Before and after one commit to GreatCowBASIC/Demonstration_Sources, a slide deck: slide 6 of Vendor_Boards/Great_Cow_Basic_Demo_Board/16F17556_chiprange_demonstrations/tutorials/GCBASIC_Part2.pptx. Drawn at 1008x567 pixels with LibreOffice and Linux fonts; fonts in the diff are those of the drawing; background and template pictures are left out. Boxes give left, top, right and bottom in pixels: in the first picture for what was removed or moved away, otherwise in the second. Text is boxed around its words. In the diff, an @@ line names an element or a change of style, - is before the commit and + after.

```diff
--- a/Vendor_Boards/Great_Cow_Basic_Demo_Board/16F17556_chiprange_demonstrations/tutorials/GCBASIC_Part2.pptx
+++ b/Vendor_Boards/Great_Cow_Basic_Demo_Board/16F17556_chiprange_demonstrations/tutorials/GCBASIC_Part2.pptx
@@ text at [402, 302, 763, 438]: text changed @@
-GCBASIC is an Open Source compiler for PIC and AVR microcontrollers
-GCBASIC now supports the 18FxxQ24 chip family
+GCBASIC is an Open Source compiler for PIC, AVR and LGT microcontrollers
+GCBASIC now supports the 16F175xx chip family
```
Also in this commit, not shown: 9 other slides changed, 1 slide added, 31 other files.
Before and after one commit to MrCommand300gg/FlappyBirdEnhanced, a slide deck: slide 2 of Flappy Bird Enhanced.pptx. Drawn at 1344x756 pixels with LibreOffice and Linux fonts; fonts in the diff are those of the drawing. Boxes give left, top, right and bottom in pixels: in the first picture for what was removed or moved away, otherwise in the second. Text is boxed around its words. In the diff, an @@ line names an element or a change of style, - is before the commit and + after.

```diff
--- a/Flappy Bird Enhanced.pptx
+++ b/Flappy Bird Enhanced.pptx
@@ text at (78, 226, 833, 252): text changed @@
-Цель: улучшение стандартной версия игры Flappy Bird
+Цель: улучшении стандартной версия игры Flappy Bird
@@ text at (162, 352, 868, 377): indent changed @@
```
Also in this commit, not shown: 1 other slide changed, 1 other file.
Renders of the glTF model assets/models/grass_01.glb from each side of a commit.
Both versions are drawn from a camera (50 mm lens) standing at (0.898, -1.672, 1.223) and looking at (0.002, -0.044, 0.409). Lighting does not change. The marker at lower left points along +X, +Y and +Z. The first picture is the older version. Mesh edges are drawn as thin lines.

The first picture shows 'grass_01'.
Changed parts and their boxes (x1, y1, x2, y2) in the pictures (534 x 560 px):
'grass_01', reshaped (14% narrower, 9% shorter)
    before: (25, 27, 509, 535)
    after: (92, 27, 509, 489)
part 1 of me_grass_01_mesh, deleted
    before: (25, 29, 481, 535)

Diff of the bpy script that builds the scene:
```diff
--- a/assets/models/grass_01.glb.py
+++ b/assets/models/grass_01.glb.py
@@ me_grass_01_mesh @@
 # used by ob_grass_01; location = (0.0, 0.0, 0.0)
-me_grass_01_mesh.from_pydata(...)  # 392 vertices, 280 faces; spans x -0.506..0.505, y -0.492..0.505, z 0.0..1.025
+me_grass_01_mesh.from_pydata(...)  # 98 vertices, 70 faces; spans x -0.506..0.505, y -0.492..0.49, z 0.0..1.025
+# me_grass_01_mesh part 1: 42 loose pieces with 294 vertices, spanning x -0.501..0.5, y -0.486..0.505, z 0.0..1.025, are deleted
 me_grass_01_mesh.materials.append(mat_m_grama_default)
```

## What you should do
Look over the material above and report each line holding "this".

## Task answer
Also in this commit, not shown: 9 other slides changed, 1 slide added, 31 other files.
Also in this commit, not shown: 1 other slide changed, 1 other file.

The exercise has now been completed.